Ärztekammer-Präsidentin regt Ausgangssperre für Ungeimpfte an
Niedersachsens Ärztekammer-Präsidentin Martina Wenker fordert angesichts der aktuellen Corona-Lage die Politik auf, über eine Ausgangssperre für Ungeimpfte nachzudenken.
Im Moment wolle sie noch keine Ausgangsbeschränkungen für Ungeimpfte, sagte Wenker im Interview mit der "Nordwest Zeitung" (NWZ). "Aber wir sollten über das Instrument nachdenken." Nur mit maximaler Konsequenz ließe sich ein Zustand wie in Bayern und Sachsen verhindern, sagte sie. Dort liegt die Inzidenz in etlichen Landkreisen schon seit Tagen über 1.000 und die Intensivstationen sind überfüllt. "Das Virus verzeiht nicht den kleinsten Fehler", sagte Wenker. Sachsen hat für Hotspot-Regionen bereits eine nächtliche Ausgangssperre für Ungeimpfte verhängt.
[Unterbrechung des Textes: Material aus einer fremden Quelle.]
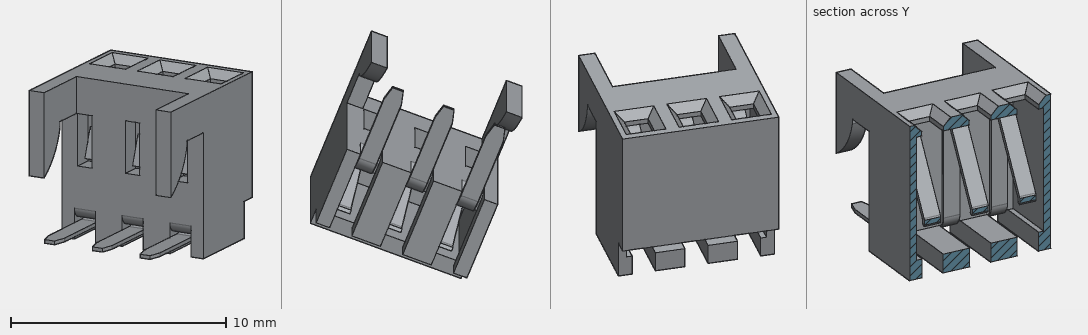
import cadquery as cq
import math


contact_count = 3
pitch = 2.535
contact_x = [(i - (contact_count - 1) / 2) * pitch for i in range(contact_count)]

width = 7.52
height = 7.87
body_depth = 4.68
step_depth = 0.76
step_height = 1.795
front_wall = 0.98

arm_thickness = 0.79
arm_length = 3.115
arm_height = 1.78
hook_start = 1.57
hook_straight = 0.24
hook_drop = 4.13
hook_mid_y = -2.07
hook_mid_z = 4.72

funnel_width = 1.91
funnel_length = 2.15
funnel_depth = 0.4
throat_width = 1.14
throat_length = 1.345
throat_depth = 0.24
throat_back = body_depth - step_depth
throat_centre_y = throat_back - throat_length / 2
cavity_end_wall = 0.395
cavity_top = height - funnel_depth - throat_depth

window_width = 0.76
window_height = 2.535
window_top = height - 1.78
notch_width = 1.11
notch_height = 0.98
notch_lip_radius = 0.515

strip_width = 0.86
strip_thickness = 0.185
tail_length = 3.37
tail_bottom = 0.685
tail_tip_width = 0.53
tail_taper = 0.65
tail_bend_radius = 0.63
fold_radius = 0.4
spring_slope = 30.0
nose_radius = 0.32
nose_clearance = 0.025

barb_width = 0.515
barb_top = height - 2.63
barb_height = 1.42
barb_slope = 20.0


def box(x_size, y_from, y_to, z_from, z_to, x_centre=0.0):
    """Box centred on x_centre in X, between the given limits in Y and Z."""
    block = cq.Workplane("XY").box(x_size, y_to - y_from, z_to - z_from, centered=(True, False, False))
    return block.translate((x_centre, y_from, z_from))


def make_body():
    """Side outline with the rear step and both hooks, opened between the latch arms."""
    outline = (
        cq.Workplane("YZ", origin=(-width / 2, 0, 0))
        .moveTo(0, 0)
        .lineTo(throat_back, 0)
        .lineTo(throat_back, step_height)
        .lineTo(body_depth, step_height)
        .lineTo(body_depth, height)
        .lineTo(-arm_length, height)
        .lineTo(-arm_length, height - hook_drop)
        .threePointArc((hook_mid_y, hook_mid_z), (-hook_start, height - arm_height - hook_straight))
        .lineTo(-hook_start, height - arm_height)
        .lineTo(0, height - arm_height)
        .close()
    )
    gap = box(width - 2 * arm_thickness, -arm_length, 0, 0, height)
    return outline.extrude(width).cut(gap)


def make_entry(x):
    """Tapered funnel and straight throat leading down to the cavity."""
    funnel = (
        cq.Workplane("XY", origin=(x, throat_centre_y, height))
        .rect(funnel_width, funnel_length)
        .workplane(offset=-funnel_depth)
        .rect(throat_width, throat_length)
        .loft(ruled=True)
    )
    throat_from = throat_centre_y - throat_length / 2
    throat = box(throat_width, throat_from, throat_back, cavity_top, height - funnel_depth, x)
    return funnel.union(throat)


def make_notch(x):
    """Slot through the foot of the body, with a rounded lip where it meets the front face."""
    slot = box(notch_width, 0, body_depth, 0, notch_height, x)
    lip = (
        cq.Workplane("YZ", origin=(x - notch_width / 2, 0, 0))
        .moveTo(0, notch_height)
        .lineTo(notch_lip_radius, notch_height)
        .radiusArc((0, notch_height + notch_lip_radius), notch_lip_radius)
        .close()
        .extrude(notch_width)
    )
    return slot.union(lip)


def on_bend(centre, radius, heading):
    """Point on a clockwise bend where the strip runs at this heading, in degrees from straight up."""
    angle = math.radians(heading)
    return (centre[0] - radius * math.cos(angle), centre[1] + radius * math.sin(angle))


def make_strip(x):
    """Flat tail, upright plate, fold at the top and a spring sloping back down to a round nose."""
    tail_z = tail_bottom + strip_thickness / 2
    plate_y = front_wall + strip_thickness / 2
    bend_y = plate_y - tail_bend_radius
    bend_z = tail_z + tail_bend_radius
    bend_mid = tail_bend_radius * math.sqrt(0.5)

    down = 180 - spring_slope
    fold_centre = (plate_y + fold_radius, window_top)
    nose_y = throat_back - nose_clearance - strip_thickness / 2 - nose_radius
    spring_start = on_bend(fold_centre, fold_radius, down)
    spring_end_y = on_bend((nose_y, 0), nose_radius, down)[0]
    spring_drop = (spring_end_y - spring_start[0]) / math.tan(math.radians(spring_slope))
    spring_end = (spring_end_y, spring_start[1] - spring_drop)
    nose_centre = (nose_y, spring_end[1] - nose_radius * math.sin(math.radians(down)))

    path = (
        cq.Workplane("YZ", origin=(x, 0, 0))
        .moveTo(-tail_length, tail_z)
        .lineTo(bend_y, tail_z)
        .threePointArc((bend_y + bend_mid, bend_z - bend_mid), (plate_y, bend_z))
        .lineTo(plate_y, window_top)
        .threePointArc(on_bend(fold_centre, fold_radius, down / 2), spring_start)
        .lineTo(*spring_end)
        .threePointArc(
            on_bend(nose_centre, nose_radius, 180),
            on_bend(nose_centre, nose_radius, 180 + spring_slope),
        )
    )
    section = cq.Workplane("XZ", origin=(x, -tail_length, tail_z)).rect(strip_width, strip_thickness)
    return section.sweep(path)


def make_tail_trim(x):
    """The two corner wedges removed to taper the end of a tail."""
    trim = cq.Workplane("XY")
    for side in (-1, 1):
        corner = (x + side * strip_width / 2, -tail_length)
        wedge = (
            cq.Workplane("XY")
            .polyline([
                corner,
                (corner[0], corner[1] + tail_taper),
                (x + side * tail_tip_width / 2, -tail_length),
            ])
            .close()
            .extrude(notch_height)
        )
        trim = trim.add(wedge)
    return trim.combine()


def make_barb(x):
    """Wedge on the plate front that slopes out into the window, square-ended at the bottom."""
    slope = math.tan(math.radians(barb_slope))
    reach = barb_height * slope
    return (
        cq.Workplane("YZ", origin=(x - barb_width / 2, 0, 0))
        .moveTo(front_wall, barb_top)
        .lineTo(front_wall - reach, barb_top - barb_height)
        .lineTo(front_wall, barb_top - barb_height - reach * slope)
        .close()
        .extrude(barb_width)
    )


housing = make_body()
cavity = box(width - 2 * cavity_end_wall, front_wall, throat_back, notch_height, cavity_top)
housing = housing.cut(cavity)
for x in contact_x:
    window = box(window_width, 0, front_wall, window_top - window_height, window_top, x)
    housing = housing.cut(make_entry(x)).cut(window).cut(make_notch(x))

result = housing
for x in contact_x:
    contact = make_strip(x).cut(make_tail_trim(x)).union(make_barb(x))
    result = result.union(contact)

Wenker plädiert für Inzidenz als wichtigsten Indikator
Die Ärztekammer-Präsidentin fordert, die von Bund und Ländern beschlossenen Maßnahmen so konsequent wie möglich durchzuhalten. Viele Kliniken seien bereits an ihrer Belastungsgrenze und die Pflegekräfte "nach 20 Monaten Kampf gegen Corona am Ende". Dass die Hospitalisierungsquote in der neuen Corona-Verordnung des Landes wichtigster Indikator zur Bewertung der Infektionslage bleibt, sieht Wenker kritisch, wie sie der Zeitung sagte. Besser sei aus ihrer Sicht, sich an der Sieben-Tage-Inzidenz zu orientieren. "Diese Zahl sagt mit ziemlich hoher Treffgenauigkeit, wie gefährlich die Infektionslage ist."
Ver.di ist gegen Impfpflicht in der Pflege
Wenker sieht die Politik in der Pflicht, über eine allgemeine Impfpflicht nachzudenken. Eine Impfpflicht für Gesundheitsfachberufe "sollte in jedem Fall kommen", sagte Wenker der NWZ. Anders sieht das die Gewerkschaft ver.di, die sich gegen eine Impfpflicht für bestimmte Berufsbereiche ausspricht. "Am Prinzip der Freiwilligkeit des Impfens sollte nicht gerüttelt werden", sagte David Matrai, Fachbereichsleiter des Landesbezirks Niedersachsen-Bremen. Die Impfquote im Bereich der Pflege sei schon jetzt überdurchschnittlich hoch. Matrai hält eine Impfpflicht für kontraproduktiv. Er fürchtet, dass Menschen, die sich nicht impfen lassen wollen, zumindest vorübergehend aus diesen Berufen aussteigen werden. "Einen weiteren Exodus des Personals" könne man sich im Kampf gegen die Pandemie aber nicht leisten.
Verfassungsrechtler hält Impfpflicht für durchsetzbar
Eine allgemeine Impfpflicht gegen das Coronavirus ist aus Sicht des Berliner Staats- und Verfassungsrechtlers Ulrich Battis geboten und rechtlich durchsetzbar. "Die Bürger vorbeugend gegen Corona zu impfen, ist durch Artikel 2 des Grundgesetzes gedeckt, der den Schutz des Lebens anderer Menschen festlegt", sagte er der "Neuen Osnabrücker Zeitung". Angesichts der rasant steigenden Inzidenzen müsse die Politik zu solch drastischen Maßnahmen greifen. Das ebenfalls in Artikel 2 festgeschriebene Grundrecht auf körperliche Unversehrtheit habe zurückzutreten. Zwar könne eine Impfpflicht gegen die jetzige vierte Welle nichts mehr ausrichten, sagte er. "Aber sie kann gegen eine künftige fünfte Welle helfen."